The UN report documents hundreds of cases of illegal detention, torture and ill-treatment of detainees — both by pro-Russian armed groups and by government agencies.
It draws attention to prisoner abuse and murders by pro-Russian rebel groups, but also exposes the scale and brutality of Ukraine’s government-backed torture programme for… 12
But to read the rest of the report which is entitled “Kiev allows torture and runs secret jails, says UN”, you will need to log in.
So here is part of the preliminary statement of the United Nation’s report (all bold highlights are added):
Since mid-2014, OHCHR has, recorded some 1,500 accounts from victims, witnesses and relatives. These accounts show that all parties are responsible for human rights violations and abuses and violations of international humanitarian law. Above all, these testimonies – and the civilian casualty data collected – demonstrate that civilians have paid the greatest price for this conflict. [p6 §2]

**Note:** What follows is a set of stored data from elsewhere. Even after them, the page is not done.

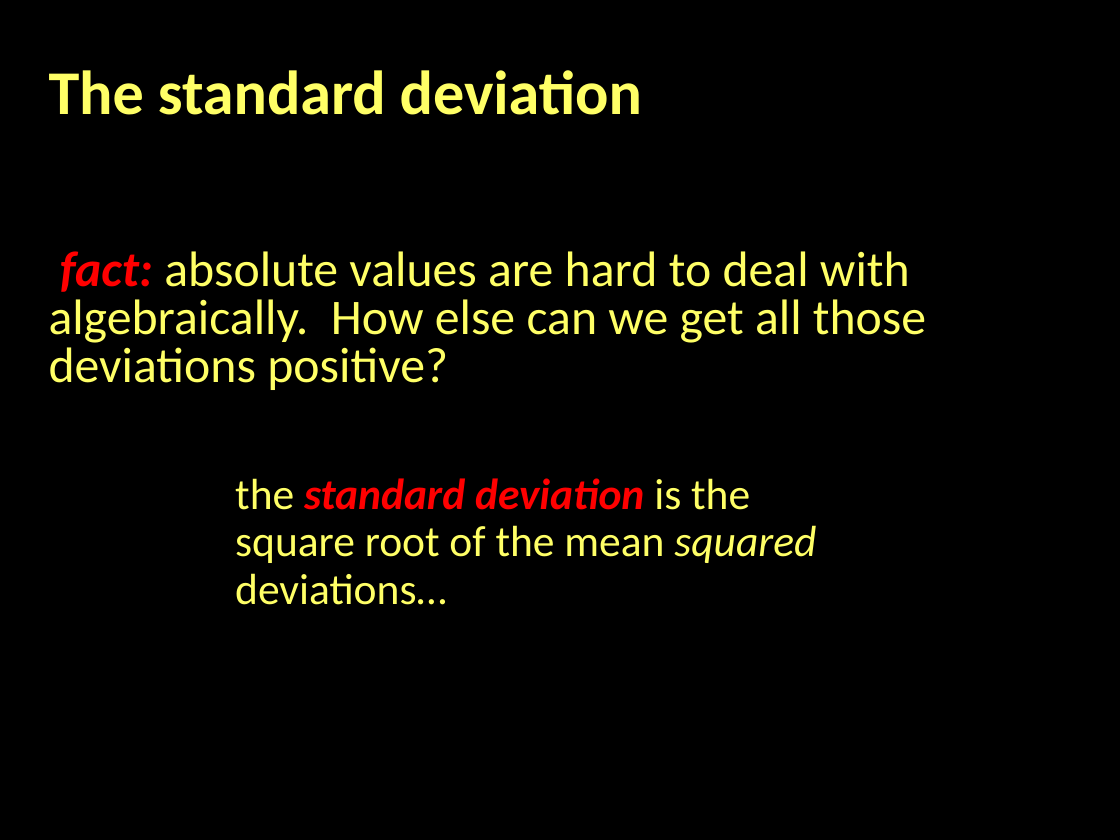
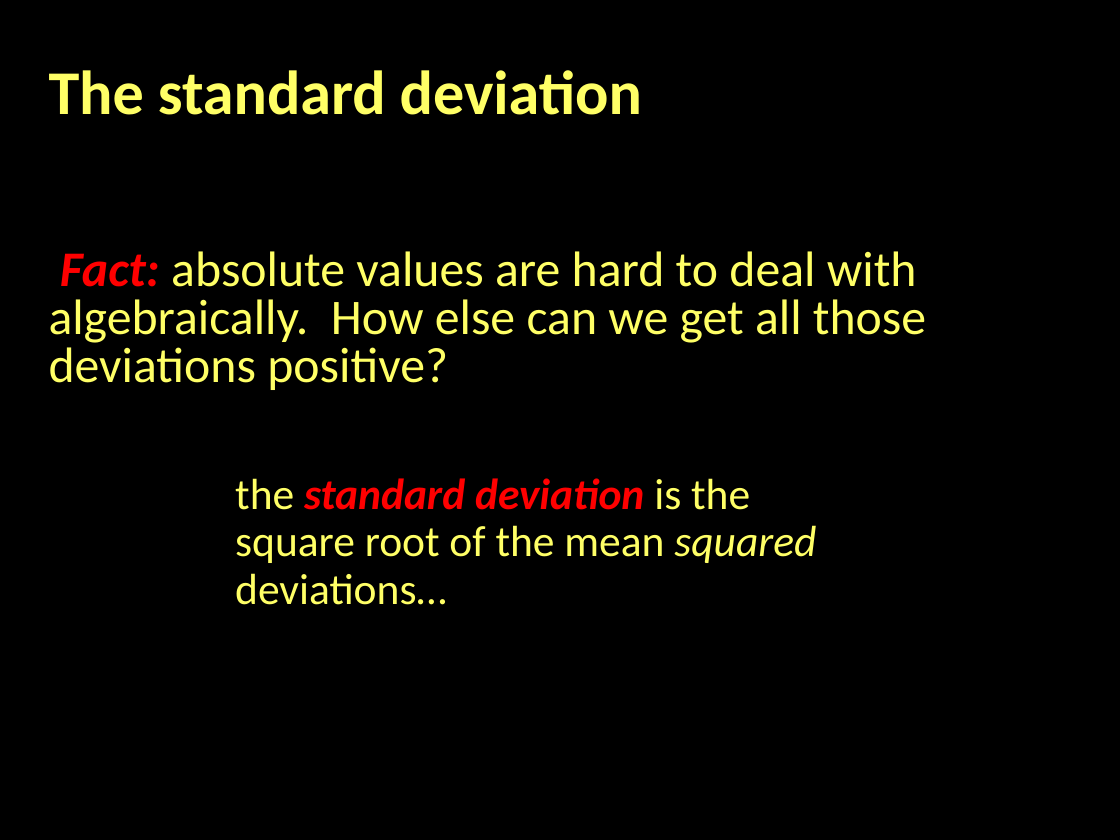
Before and after one commit to jshannon75/geog4300, a slide deck: slide 18 of slides/Geog4300_Fa18_Lecture 3-3 Standard deviation, skew, and variance.pptx. Drawn at 1120x840 pixels with LibreOffice and Linux fonts; fonts in the diff are those of the drawing. Boxes give left, top, right and bottom in pixels: in the first picture for what was removed or moved away, otherwise in the second. Text is boxed around its words. In the diff, an @@ line names an element or a change of style, - is before the commit and + after.

```diff
--- a/slides/Geog4300_Fa18_Lecture 3-3 Standard deviation, skew, and variance.pptx
+++ b/slides/Geog4300_Fa18_Lecture 3-3 Standard deviation, skew, and variance.pptx
@@ text at (49, 251, 926, 390): text changed @@
-fact: absolute values are hard to deal with algebraically. How else can we get all those deviations positive?
+Fact: absolute values are hard to deal with algebraically. How else can we get all those deviations positive?
```
Also in this commit, not shown: 1 other file.

Since the start of the security operation, hundreds of people accused of involvement in or affiliation with the armed groups have been detained and charged under existing counter-terrorism provisions. Individuals detained by Ukrainian authorities in connection with the armed conflict have been tortured and ill-treated, and continue to face systematic violations of their due process and fair trial rights. In many cases, criminal proceedings against individuals charged with terrorism offenses have brought the lack of independence and impartiality of the judiciary and legal profession into harsh relief. Further, in conducting the security operation and armed conflict, Ukrainian authorities have often run afoul of the principle of non-discrimination through adopting policies that distinguish, exclude, and restrict access to fundamental freedoms and socio-economic rights to persons living in the conflict-affected area. The Government has applied special measures to the conflict zone, lowering human rights protection guarantees and derogating from a number of international treaty obligations. [p6–7 §4]

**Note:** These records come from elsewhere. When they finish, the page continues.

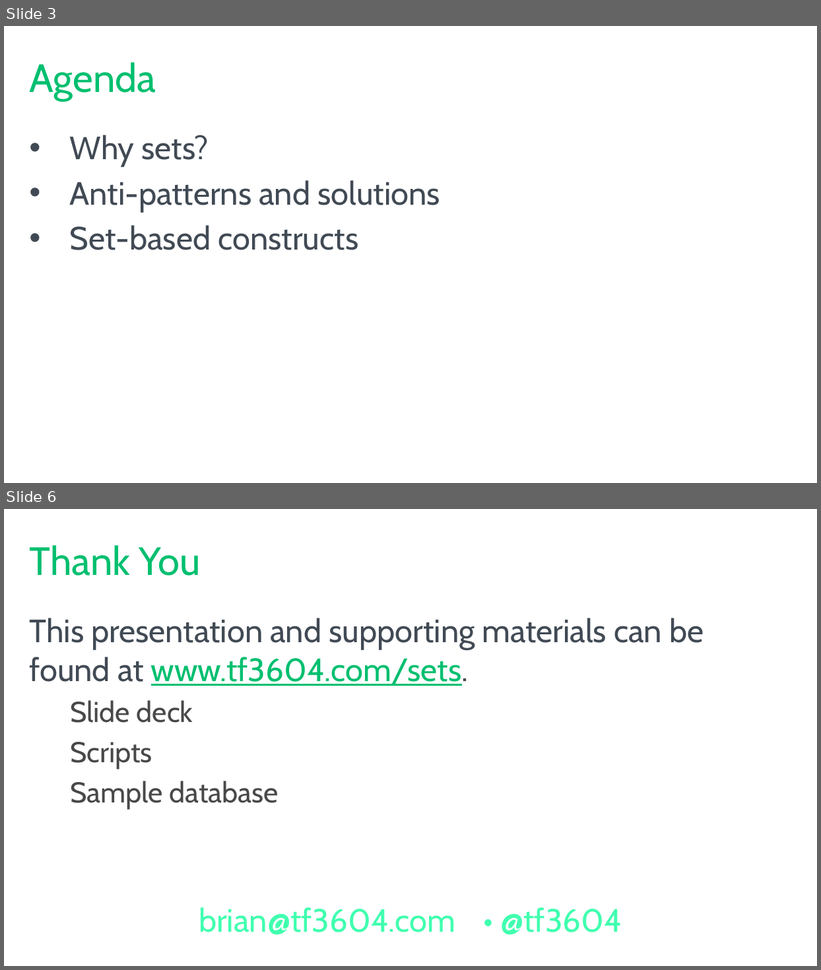
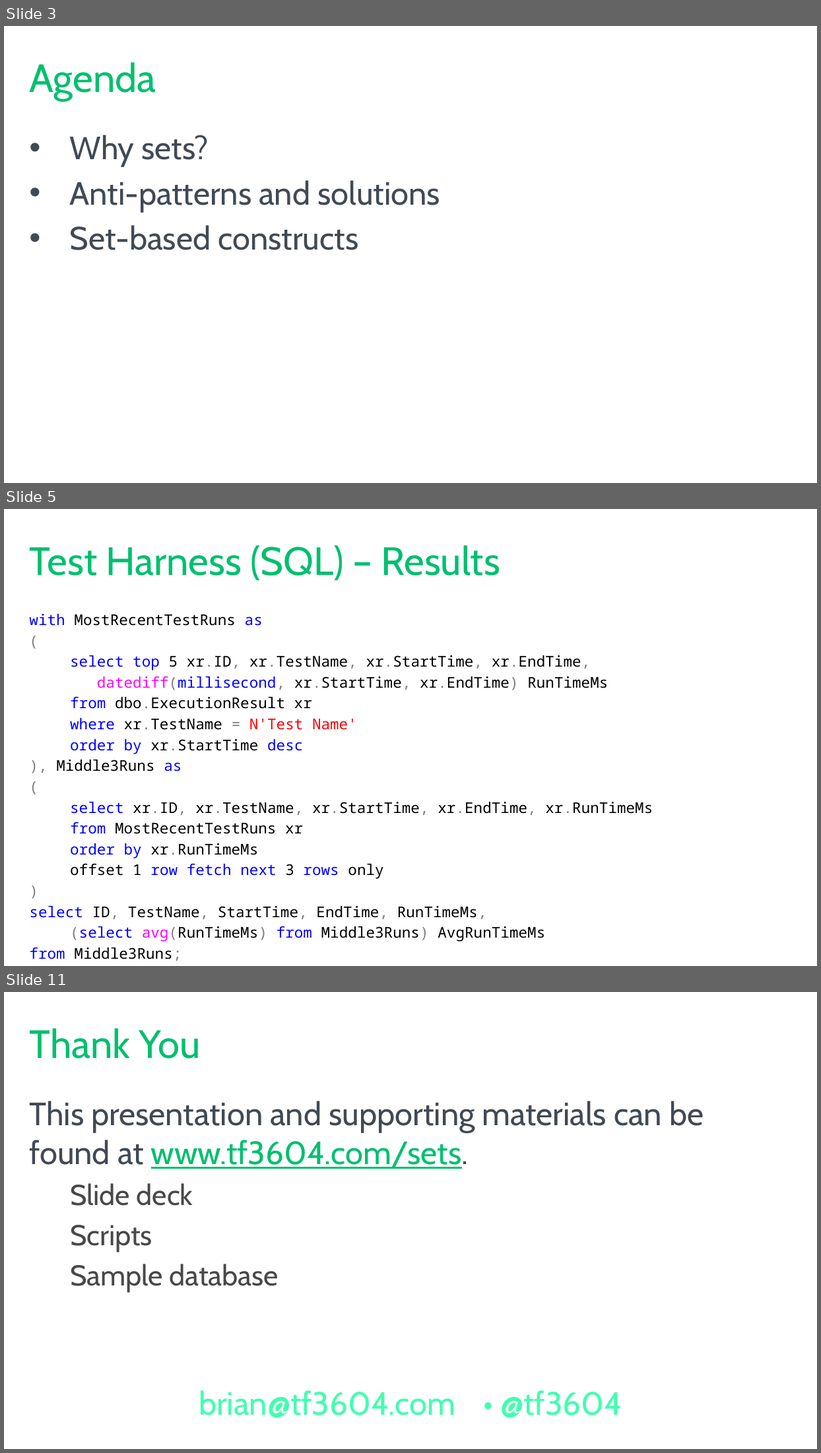
Before and after one commit to tf3604/SetMeUp, a slide deck: HowToThinkInSets.pptx. Shown one above the other, each under a label of ours: slides 3 and 6 before the commit, slides 3, 5 and 11 after it; the slides between them are not shown. The pictures are 821x970 and 821x1453 pixels, drawn with LibreOffice and Linux fonts; fonts in the diff are those of the drawing; background and template pictures are left out. Boxes give left, top, right and bottom in pixels: in the first picture for what was removed or moved away, otherwise in the second. Text is boxed around its words. In the diff, an @@ line names an element or a change of style, - is before the commit and + after.

Commit message:
Slides for SQL test harness; UDF summary; key take-aways.

```diff
--- a/HowToThinkInSets.pptx
+++ b/HowToThinkInSets.pptx
@@ slide 5 added at [4,509,817,966], background #FFFFFF @@
@@ title added at [30,545,500,580], 44 pt, text #00BF6F @@
+Test Harness (SQL) – Results
@@ text added at [29,614,653,942], 16.6 pt, text #000000 @@
+with MostRecentTestRuns as
+(
+  select top 5 xr.ID, xr.TestName, xr.StartTime, xr.EndTime,
+  datediff(millisecond, xr.StartTime, xr.EndTime) RunTimeMs
+  from dbo.ExecutionResult xr
+  where xr.TestName = N'Test Name'
+  order by xr.StartTime desc
+), Middle3Runs as
+(
+  select xr.ID, xr.TestName, xr.StartTime, xr.EndTime, xr.RunTimeMs
+  from MostRecentTestRuns xr
+  order by xr.RunTimeMs
+  offset 1 row fetch next 3 rows only
+)
+select ID, TestName, StartTime, EndTime, RunTimeMs,
+(select avg(RunTimeMs) from Middle3Runs) AvgRunTimeMs
+from Middle3Runs;
@@ what was slide 6 is now slide 11 @@
```
Also in this commit, not shown: 1 slide changed, 5 other slides added, 1 slide removed.

Reprinted below is a further selection that details a few of the worst abuses and atrocities committed by the Ukrainian police, army, secret service (SBU) and other groups affiliated to the Ukrainian government including neo-Nazi brigades such as the so-called ‘Azov Battalion’.
One note of caution before continuing: the report primarily distinguishes between Ukrainian government forces and “the armed groups”, which is the chosen label used to distinguish anti-Kiev rebel forces. However, given that no formal distinction is made in the report, we are left to infer that every mention of “armed groups” attaches only to the rebel groups and never to forces allied with the government. Since the war has largely been fought by “armed groups” on both sides (Azov and related far-wing militia spearheading the pro-government offensive), as a choice of phraseology, this unfortunately permits an unnecessary degree of ambiguity:
The armed conflict between the Government of Ukraine and the armed groups of the ‘Donetsk people’s republic’ and ‘Luhansk people’s republic’ continues to be fought without due regard for civilian protection. [p9 §13]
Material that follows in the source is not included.